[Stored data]
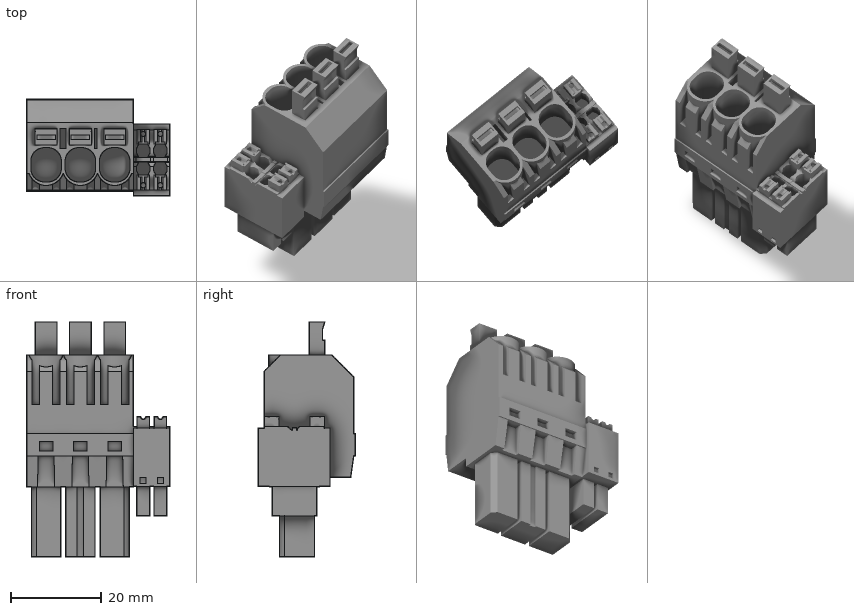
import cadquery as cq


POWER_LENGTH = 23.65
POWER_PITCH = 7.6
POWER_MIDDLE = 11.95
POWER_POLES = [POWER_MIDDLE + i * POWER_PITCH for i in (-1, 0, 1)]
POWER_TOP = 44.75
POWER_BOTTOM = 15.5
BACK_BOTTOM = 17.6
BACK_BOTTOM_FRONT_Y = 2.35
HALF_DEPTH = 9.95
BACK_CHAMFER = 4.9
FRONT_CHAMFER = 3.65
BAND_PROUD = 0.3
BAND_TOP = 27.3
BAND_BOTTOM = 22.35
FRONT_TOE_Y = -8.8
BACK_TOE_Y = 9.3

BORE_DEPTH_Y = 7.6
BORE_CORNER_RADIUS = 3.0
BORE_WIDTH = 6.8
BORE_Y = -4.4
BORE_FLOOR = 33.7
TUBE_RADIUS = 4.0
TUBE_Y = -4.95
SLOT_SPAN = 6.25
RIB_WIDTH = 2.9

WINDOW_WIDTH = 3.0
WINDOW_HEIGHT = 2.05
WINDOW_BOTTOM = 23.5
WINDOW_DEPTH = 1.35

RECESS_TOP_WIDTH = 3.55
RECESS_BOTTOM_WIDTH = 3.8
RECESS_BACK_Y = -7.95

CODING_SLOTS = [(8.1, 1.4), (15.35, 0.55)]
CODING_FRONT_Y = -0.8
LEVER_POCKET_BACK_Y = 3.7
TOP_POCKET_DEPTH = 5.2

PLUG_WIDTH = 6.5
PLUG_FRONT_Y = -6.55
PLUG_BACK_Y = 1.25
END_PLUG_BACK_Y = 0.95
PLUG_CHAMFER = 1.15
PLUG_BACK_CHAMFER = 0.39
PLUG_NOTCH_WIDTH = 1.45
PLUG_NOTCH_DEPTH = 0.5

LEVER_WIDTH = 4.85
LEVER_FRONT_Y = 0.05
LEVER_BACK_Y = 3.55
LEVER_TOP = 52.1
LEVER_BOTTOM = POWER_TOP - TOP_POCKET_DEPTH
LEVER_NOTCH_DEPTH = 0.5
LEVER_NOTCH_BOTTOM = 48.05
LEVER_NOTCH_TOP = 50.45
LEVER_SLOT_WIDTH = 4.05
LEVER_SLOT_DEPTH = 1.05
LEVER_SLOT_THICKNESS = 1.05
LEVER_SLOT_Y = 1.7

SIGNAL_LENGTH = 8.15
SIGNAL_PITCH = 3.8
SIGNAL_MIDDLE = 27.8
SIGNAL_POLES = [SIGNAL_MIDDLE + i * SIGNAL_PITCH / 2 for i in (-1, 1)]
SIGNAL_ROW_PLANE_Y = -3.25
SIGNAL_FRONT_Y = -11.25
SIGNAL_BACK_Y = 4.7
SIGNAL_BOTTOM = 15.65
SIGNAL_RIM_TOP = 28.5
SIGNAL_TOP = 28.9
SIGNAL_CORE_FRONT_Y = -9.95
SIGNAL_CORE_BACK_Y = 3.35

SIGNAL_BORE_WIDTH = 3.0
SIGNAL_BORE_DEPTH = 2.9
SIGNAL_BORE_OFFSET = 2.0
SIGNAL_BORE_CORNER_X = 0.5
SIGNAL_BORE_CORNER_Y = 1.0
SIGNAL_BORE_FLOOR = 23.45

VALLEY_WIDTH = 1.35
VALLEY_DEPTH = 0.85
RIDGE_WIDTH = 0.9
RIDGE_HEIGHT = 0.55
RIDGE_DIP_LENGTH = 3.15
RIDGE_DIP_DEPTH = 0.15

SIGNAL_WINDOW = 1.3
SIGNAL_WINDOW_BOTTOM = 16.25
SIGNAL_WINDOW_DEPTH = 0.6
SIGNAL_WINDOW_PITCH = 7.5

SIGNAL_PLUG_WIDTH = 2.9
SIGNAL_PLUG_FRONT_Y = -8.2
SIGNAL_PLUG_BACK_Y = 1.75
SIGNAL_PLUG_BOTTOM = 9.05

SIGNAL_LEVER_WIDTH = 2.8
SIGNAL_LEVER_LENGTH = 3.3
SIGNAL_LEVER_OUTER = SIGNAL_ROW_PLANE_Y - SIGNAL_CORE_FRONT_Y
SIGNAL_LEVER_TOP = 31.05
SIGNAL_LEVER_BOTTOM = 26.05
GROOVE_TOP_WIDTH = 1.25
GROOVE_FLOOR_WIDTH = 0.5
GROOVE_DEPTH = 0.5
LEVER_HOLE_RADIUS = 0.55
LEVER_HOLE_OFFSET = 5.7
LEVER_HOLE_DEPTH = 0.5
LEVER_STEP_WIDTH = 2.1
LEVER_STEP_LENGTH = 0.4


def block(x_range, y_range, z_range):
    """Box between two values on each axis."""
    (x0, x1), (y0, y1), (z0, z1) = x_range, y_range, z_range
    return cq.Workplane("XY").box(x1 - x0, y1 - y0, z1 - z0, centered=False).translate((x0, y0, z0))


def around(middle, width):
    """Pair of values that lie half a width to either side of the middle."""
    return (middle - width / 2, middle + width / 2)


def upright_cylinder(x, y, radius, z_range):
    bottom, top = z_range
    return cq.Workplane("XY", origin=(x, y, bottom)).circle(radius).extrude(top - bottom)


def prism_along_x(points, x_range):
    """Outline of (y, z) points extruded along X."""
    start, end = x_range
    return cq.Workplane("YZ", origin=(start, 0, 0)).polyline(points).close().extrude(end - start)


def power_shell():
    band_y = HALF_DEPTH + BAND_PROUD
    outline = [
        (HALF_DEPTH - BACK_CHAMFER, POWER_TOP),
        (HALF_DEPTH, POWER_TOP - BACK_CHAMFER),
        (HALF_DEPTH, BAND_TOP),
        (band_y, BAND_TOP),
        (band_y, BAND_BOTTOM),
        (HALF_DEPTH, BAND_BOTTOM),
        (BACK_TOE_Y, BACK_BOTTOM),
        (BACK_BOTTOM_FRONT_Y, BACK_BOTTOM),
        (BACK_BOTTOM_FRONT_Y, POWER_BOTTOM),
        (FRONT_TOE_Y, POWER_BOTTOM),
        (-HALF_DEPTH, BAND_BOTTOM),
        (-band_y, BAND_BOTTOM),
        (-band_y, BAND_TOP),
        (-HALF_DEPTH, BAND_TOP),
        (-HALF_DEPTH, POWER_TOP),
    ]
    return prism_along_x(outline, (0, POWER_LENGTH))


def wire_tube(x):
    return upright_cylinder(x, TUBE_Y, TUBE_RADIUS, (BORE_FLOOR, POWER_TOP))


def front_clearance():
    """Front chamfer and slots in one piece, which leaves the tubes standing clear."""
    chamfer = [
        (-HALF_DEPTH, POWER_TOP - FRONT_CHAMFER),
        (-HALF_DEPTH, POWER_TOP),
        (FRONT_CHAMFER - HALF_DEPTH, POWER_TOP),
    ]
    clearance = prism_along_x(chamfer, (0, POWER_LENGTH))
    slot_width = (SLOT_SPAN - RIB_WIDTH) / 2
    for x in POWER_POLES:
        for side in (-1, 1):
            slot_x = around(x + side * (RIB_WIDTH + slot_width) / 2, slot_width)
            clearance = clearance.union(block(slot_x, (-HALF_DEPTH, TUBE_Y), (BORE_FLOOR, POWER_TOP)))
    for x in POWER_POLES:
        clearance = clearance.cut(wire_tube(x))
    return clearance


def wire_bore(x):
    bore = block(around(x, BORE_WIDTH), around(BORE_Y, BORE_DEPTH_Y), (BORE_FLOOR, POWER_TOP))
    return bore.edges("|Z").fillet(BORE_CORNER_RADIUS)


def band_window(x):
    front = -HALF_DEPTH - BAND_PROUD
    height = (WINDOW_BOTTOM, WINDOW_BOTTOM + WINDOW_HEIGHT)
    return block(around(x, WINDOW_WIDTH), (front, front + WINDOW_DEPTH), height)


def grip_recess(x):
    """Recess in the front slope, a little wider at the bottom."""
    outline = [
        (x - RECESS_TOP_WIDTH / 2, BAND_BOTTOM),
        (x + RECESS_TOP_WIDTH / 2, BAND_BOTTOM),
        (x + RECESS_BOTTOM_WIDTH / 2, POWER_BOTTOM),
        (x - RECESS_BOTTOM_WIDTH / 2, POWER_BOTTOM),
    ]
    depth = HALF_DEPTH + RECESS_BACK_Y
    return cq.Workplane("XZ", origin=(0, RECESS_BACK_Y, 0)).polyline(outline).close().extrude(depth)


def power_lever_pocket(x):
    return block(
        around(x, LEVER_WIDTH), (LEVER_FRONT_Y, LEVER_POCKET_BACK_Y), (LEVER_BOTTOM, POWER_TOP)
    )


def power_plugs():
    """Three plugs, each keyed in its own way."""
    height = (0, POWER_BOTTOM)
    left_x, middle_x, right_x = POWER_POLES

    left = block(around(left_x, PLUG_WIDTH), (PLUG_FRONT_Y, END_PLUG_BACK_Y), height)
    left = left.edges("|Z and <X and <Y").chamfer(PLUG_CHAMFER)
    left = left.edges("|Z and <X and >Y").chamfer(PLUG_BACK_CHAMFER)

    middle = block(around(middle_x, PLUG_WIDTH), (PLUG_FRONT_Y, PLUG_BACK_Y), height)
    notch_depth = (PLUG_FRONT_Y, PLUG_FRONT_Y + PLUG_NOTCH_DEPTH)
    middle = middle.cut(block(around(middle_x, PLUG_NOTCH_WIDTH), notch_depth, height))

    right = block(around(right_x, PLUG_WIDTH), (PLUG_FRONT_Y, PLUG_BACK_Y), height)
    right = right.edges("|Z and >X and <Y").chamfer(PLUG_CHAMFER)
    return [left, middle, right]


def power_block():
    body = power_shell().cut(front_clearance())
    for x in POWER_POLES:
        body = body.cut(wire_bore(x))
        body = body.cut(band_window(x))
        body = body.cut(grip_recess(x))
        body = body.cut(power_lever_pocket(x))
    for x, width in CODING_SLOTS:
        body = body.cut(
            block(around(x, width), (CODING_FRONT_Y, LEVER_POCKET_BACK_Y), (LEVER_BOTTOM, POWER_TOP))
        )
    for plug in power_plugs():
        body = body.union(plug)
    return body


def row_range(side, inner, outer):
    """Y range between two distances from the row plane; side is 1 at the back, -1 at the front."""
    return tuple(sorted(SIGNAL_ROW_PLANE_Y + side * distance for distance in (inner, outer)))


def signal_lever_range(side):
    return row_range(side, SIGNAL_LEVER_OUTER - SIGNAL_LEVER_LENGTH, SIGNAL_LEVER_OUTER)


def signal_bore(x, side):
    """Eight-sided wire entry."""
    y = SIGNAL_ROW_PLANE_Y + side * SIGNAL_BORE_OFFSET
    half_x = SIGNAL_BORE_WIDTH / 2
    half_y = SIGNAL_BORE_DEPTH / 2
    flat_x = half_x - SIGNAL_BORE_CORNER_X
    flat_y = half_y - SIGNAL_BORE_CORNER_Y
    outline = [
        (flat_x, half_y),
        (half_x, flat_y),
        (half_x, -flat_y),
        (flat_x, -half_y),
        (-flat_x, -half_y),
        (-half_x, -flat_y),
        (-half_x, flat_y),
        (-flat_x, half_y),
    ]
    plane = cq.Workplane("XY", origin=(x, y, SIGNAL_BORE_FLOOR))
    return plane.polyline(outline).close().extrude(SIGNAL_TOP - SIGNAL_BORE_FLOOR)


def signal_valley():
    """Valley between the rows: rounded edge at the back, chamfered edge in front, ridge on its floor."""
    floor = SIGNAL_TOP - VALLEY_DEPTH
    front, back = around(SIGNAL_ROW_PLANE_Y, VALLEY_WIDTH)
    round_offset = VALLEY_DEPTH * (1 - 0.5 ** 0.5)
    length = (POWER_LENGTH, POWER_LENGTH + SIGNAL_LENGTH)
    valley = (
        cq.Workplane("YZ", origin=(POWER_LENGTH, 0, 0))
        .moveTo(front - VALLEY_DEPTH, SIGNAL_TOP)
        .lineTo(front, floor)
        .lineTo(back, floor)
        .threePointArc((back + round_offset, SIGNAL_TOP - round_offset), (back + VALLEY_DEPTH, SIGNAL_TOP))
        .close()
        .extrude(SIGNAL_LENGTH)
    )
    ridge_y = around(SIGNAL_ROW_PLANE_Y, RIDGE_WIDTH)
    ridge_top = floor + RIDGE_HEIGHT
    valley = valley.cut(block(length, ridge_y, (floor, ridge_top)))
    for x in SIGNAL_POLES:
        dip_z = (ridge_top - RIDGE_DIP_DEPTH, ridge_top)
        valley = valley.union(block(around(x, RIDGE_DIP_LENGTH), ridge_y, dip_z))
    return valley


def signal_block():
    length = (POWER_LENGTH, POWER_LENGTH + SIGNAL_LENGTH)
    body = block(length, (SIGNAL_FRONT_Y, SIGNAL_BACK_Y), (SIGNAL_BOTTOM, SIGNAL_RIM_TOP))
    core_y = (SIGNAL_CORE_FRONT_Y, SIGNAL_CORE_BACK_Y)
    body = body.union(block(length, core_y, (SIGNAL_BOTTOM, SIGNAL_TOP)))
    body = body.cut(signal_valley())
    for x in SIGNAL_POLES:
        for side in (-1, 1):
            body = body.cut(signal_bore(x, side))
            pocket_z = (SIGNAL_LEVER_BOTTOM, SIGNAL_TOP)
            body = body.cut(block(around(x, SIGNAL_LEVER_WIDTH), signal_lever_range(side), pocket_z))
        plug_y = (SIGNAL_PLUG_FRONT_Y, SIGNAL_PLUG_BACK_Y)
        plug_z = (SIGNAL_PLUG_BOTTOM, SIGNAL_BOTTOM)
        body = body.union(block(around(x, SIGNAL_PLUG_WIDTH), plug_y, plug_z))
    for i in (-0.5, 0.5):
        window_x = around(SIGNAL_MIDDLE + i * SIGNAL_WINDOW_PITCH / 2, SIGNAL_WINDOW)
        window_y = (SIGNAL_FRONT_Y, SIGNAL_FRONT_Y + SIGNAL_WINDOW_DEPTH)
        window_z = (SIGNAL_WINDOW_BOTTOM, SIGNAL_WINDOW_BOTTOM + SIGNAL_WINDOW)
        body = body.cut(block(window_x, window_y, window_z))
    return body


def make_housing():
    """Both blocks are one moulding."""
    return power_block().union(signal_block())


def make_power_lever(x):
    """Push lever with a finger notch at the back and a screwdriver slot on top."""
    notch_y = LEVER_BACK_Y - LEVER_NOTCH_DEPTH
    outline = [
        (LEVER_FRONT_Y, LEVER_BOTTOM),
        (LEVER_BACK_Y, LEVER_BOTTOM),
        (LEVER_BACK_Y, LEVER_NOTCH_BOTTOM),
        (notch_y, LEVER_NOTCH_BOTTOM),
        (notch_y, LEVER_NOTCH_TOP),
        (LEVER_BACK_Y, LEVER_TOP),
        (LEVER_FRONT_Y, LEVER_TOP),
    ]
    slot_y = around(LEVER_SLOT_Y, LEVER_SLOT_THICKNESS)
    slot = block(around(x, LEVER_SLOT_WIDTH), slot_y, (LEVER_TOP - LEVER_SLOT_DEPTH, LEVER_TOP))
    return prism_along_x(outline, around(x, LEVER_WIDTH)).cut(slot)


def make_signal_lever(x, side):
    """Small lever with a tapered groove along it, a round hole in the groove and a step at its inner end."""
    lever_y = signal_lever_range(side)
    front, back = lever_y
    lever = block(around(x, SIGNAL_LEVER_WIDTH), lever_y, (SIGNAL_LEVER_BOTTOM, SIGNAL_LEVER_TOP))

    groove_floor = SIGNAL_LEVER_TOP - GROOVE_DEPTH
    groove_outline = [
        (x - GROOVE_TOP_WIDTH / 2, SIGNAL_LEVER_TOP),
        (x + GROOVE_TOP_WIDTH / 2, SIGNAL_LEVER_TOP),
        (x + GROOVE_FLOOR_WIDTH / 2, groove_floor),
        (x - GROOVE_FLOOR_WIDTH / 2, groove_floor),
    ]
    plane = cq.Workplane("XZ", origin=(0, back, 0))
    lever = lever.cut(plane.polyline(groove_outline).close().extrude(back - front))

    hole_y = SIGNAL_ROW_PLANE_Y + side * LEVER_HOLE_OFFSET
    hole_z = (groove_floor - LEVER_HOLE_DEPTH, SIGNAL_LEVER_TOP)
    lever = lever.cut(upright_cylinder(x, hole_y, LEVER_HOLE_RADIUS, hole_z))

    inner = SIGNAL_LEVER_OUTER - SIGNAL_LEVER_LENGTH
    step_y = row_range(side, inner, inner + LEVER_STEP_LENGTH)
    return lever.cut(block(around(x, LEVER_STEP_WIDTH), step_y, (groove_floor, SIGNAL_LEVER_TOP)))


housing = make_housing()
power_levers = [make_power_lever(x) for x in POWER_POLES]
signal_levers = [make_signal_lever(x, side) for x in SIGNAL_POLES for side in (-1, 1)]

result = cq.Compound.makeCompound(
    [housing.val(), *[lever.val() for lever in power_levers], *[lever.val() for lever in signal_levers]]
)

— What is needed —
Please give back an exact copy of the entries above from their first line through the line containing "SLOT_SPAN = 6.25", leaving the pictures aside.

— Exercise response —
import cadquery as cq


POWER_LENGTH = 23.65
POWER_PITCH = 7.6
POWER_MIDDLE = 11.95
POWER_POLES = [POWER_MIDDLE + i * POWER_PITCH for i in (-1, 0, 1)]
POWER_TOP = 44.75
POWER_BOTTOM = 15.5
BACK_BOTTOM = 17.6
BACK_BOTTOM_FRONT_Y = 2.35
HALF_DEPTH = 9.95
BACK_CHAMFER = 4.9
FRONT_CHAMFER = 3.65
BAND_PROUD = 0.3
BAND_TOP = 27.3
BAND_BOTTOM = 22.35
FRONT_TOE_Y = -8.8
BACK_TOE_Y = 9.3

BORE_DEPTH_Y = 7.6
BORE_CORNER_RADIUS = 3.0
BORE_WIDTH = 6.8
BORE_Y = -4.4
BORE_FLOOR = 33.7
TUBE_RADIUS = 4.0
TUBE_Y = -4.95
SLOT_SPAN = 6.25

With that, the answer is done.